The Correct Option is C

Intensity at any point on the screen is 
\(I= 4 I_0 {cos}^ 2 \frac{\Phi }{2}\) 
where \(I_0\) is the intensity of either wave and \(\Phi\) is the 
phase difference between two waves. 
Phase difference, \(\Phi = \frac{2 \pi}{\lambda} \times\) Path difference 
When path difference is \(\lambda\), then 
\(\Phi = \frac{ 2 \pi }{ \lambda } \times \lambda = 2 \pi\)
\(\therefore \, \, \, I = 1 I_0 {cos} ^2 \bigg( \frac{2 \pi}{2} \bigg) = 4 I_0 {cos }^2(\pi) = 4 I_0 =K\) ....(i) 
When path difference is \(\frac{\lambda}{ 4}\) , then 
\(\Phi = \frac{ 2 \pi }{ \lambda } \times \frac{\lambda}{ 2}\)
\(\therefore \, \, \, I =4 I_0 {cos}^2 \bigg( \frac{ \pi}{ 4} \bigg) = 2 I_0 = \frac{K}{2}\) \(\space14mm\) [Using (i)]

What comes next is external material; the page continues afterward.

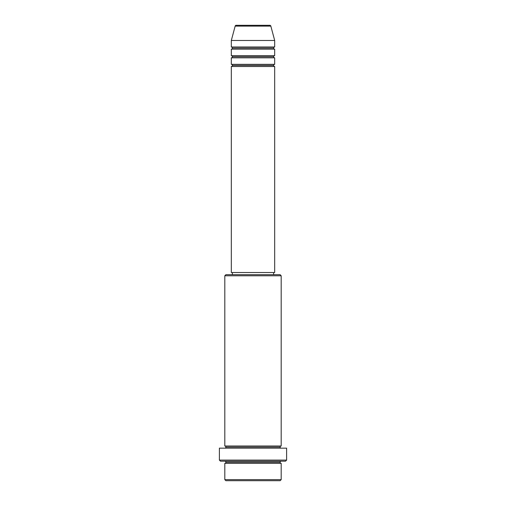 <?xml version="1.0" encoding="UTF-8"?>
<svg xmlns="http://www.w3.org/2000/svg" width="506" height="506" viewBox="0 0 506 506"><rect width="100%" height="100%" fill="white"/><g stroke="black" fill="none" stroke-linecap="round" stroke-linejoin="round"><path stroke-width="0.38" stroke-dasharray="2.53 1.9" d="M231.312 66.501L274.688 66.501L231.312 66.501M273.601 65.419L232.399 65.419L273.601 65.419M274.688 64.332L231.312 64.332L274.688 64.332M231.312 57.829L274.688 57.829L231.312 57.829M273.601 56.742L232.399 56.742L273.601 56.742M274.688 55.66L231.312 55.66L274.688 55.66M231.312 49.152L274.688 49.152L231.312 49.152M273.601 48.07L232.399 48.07L273.601 48.07M274.688 46.988L231.312 46.988L274.688 46.988M224.809 463.351L281.191 463.351L224.809 463.351M280.109 462.269L225.891 462.269L280.109 462.269M281.191 461.181L220.471 461.181L281.191 461.181M225.891 447.089L280.109 447.089L225.891 447.089M281.191 446.001L224.809 446.001L281.191 446.001M224.809 448.171L286.611 448.171L224.809 448.171M232.399 274.688L280.109 274.688L232.399 274.688M273.601 272.519L232.399 272.519L273.601 272.519M231.312 40.48L274.688 40.48L231.312 40.48M235.163 26.103L270.836 26.103L235.163 26.103M236.213 25.3L269.787 25.3L236.213 25.3M225.891 480.7L280.109 480.7L225.891 480.7M281.191 479.618L224.809 479.618L281.191 479.618M286.611 460.099L219.389 460.099L286.611 460.099M224.809 275.77L281.191 275.77L224.809 275.77M231.312 272.519L274.688 272.519L231.312 272.519M232.399 272.519L273.208 272.519L232.399 272.519"/><path stroke-width="0.76" d="M269.787 25.3L236.213 25.3A1.082 1.082 0 0 0 235.163 26.103L270.836 26.103A1.082 1.082 0 0 0 269.787 25.3L236.213 25.3A1.082 1.082 0 0 0 235.163 26.103L231.312 40.48L274.688 40.48L270.836 26.103L235.163 26.103L231.312 40.48L231.312 46.988A1.082 1.082 0 0 1 232.399 48.07A1.082 1.082 0 0 1 231.312 49.152L231.312 55.66A1.082 1.082 0 0 1 232.399 56.742A1.082 1.082 0 0 1 231.312 57.829L231.312 64.332A1.082 1.082 0 0 1 232.399 65.419A1.082 1.082 0 0 1 231.312 66.501L231.312 272.519L274.688 272.519L274.688 66.501A1.082 1.082 0 0 1 273.601 65.419A1.082 1.082 0 0 1 274.682 64.332L274.688 57.829A1.082 1.082 0 0 1 273.601 56.742A1.082 1.082 0 0 1 274.682 55.66L274.688 49.152A1.082 1.082 0 0 1 273.601 48.07A1.082 1.082 0 0 1 274.682 46.988L274.688 40.48L231.312 40.48L231.312 46.988L274.688 46.988A1.082 1.082 0 0 0 273.601 48.07L232.399 48.07A1.082 1.082 0 0 0 231.312 46.988L274.688 46.988L274.688 40.48L270.836 26.103A1.082 1.082 0 0 0 269.787 25.3M224.809 479.618L225.891 480.7L280.109 480.7L281.191 479.618L224.809 479.618L281.191 479.618L281.191 463.351A1.082 1.082 0 0 1 280.109 462.269A1.082 1.082 0 0 1 281.191 461.181A1.082 1.082 0 0 0 280.109 462.269L225.891 462.269A1.082 1.082 0 0 1 224.809 463.351L224.809 479.618L224.809 463.351A1.082 1.082 0 0 0 225.891 462.269A1.082 1.082 0 0 0 224.809 461.181A1.082 1.082 0 0 1 225.891 462.269L280.109 462.269A1.082 1.082 0 0 0 281.191 463.351L224.809 463.351L281.191 463.351L281.191 479.618L280.109 480.7L225.891 480.7L224.809 479.618M281.191 275.77L280.109 274.688L225.891 274.688L224.809 275.77L281.191 275.77L224.809 275.77L224.809 446.001A1.082 1.082 0 0 1 225.891 447.089A1.082 1.082 0 0 1 224.809 448.171A1.082 1.082 0 0 0 225.891 447.089L280.109 447.089A1.082 1.082 0 0 1 281.191 446.001L281.191 275.77L281.191 446.001A1.082 1.082 0 0 0 280.109 447.089A1.082 1.082 0 0 0 281.191 448.171A1.082 1.082 0 0 1 280.109 447.089L225.891 447.089A1.082 1.082 0 0 0 224.809 446.001L281.191 446.001L224.809 446.001L224.809 275.77L225.891 274.688L280.109 274.688L281.191 275.77M219.389 460.099L220.471 461.181L285.529 461.181L286.611 460.099L219.389 460.099L286.611 460.099L286.611 448.171L219.389 448.171L219.389 460.099L219.389 448.171L286.611 448.171L286.611 460.099L285.529 461.181L220.471 461.181L219.389 460.099M231.312 64.332L274.688 64.332A1.082 1.082 0 0 0 273.601 65.419L232.399 65.419A1.082 1.082 0 0 0 231.312 64.332L231.312 57.829A1.082 1.082 0 0 0 232.399 56.742A1.082 1.082 0 0 0 231.312 55.66L274.688 55.66A1.082 1.082 0 0 0 273.601 56.742L232.399 56.742L273.601 56.742A1.082 1.082 0 0 0 274.682 57.829L231.312 57.829L274.688 57.829L274.688 64.332L231.312 64.332M274.688 66.501L231.312 66.501A1.082 1.082 0 0 0 232.399 65.419L273.601 65.419A1.082 1.082 0 0 0 274.682 66.501L274.688 272.519L231.312 272.519L231.312 66.501L274.688 66.501M273.601 274.688L273.601 272.519L273.601 274.688M232.399 272.519L232.399 274.688L232.399 272.519M274.688 49.152L231.312 49.152A1.082 1.082 0 0 0 232.399 48.07L273.601 48.07A1.082 1.082 0 0 0 274.688 49.152L274.688 55.66L231.312 55.66L231.312 49.152L274.688 49.152"/></g></svg>

S is equally spaced from s₁ and s₂ according to Young's Double Slit Experiment Derivation. Given that both s₁ and s₂ are derivations of S, they act as two coherent sources. The slits allow light to enter, which then falls on a screen. With respect to the locations of slits s₁ and s₂, this screen is positioned 'D' away. Thomas Young developed the theory of light interference. Two light sources are separated from one another by some distance in the double-slit experiment. Young's double-slit experiment demonstrates that both matter and energy may exhibit wave- and particle-like properties.

The light passes through these slits and falls on the screen that is kept at the distance D from both the slits S₁ and S₂.

• The distance between the two slits is d.
• S₁ is activated.
• S₂ has ended.
• The closed screen is opposite the S₁.
• The screen opposite S₂ is lit.

As a result, an interference pattern appears when slits S₁ and S₂ are both open. The light waves from slits S₁ and S₂ must travel at different distances to reach point P when the slit spacing 'd' and the screen distance D are maintained constant. It suggests that the two slits S₁ and S₂ in the Young double slit experiment have different paths.

Think about two waves that are at different lengths and interfere at point P. Consider two slits, S₁ and S₂, with a monochromatic light source, "S," placed between them at a suitable distance. S₁ and S₂ are equally spaced apart from S. We may thus conclude that S₁ and S₂ are two consistent sources that were descended from S.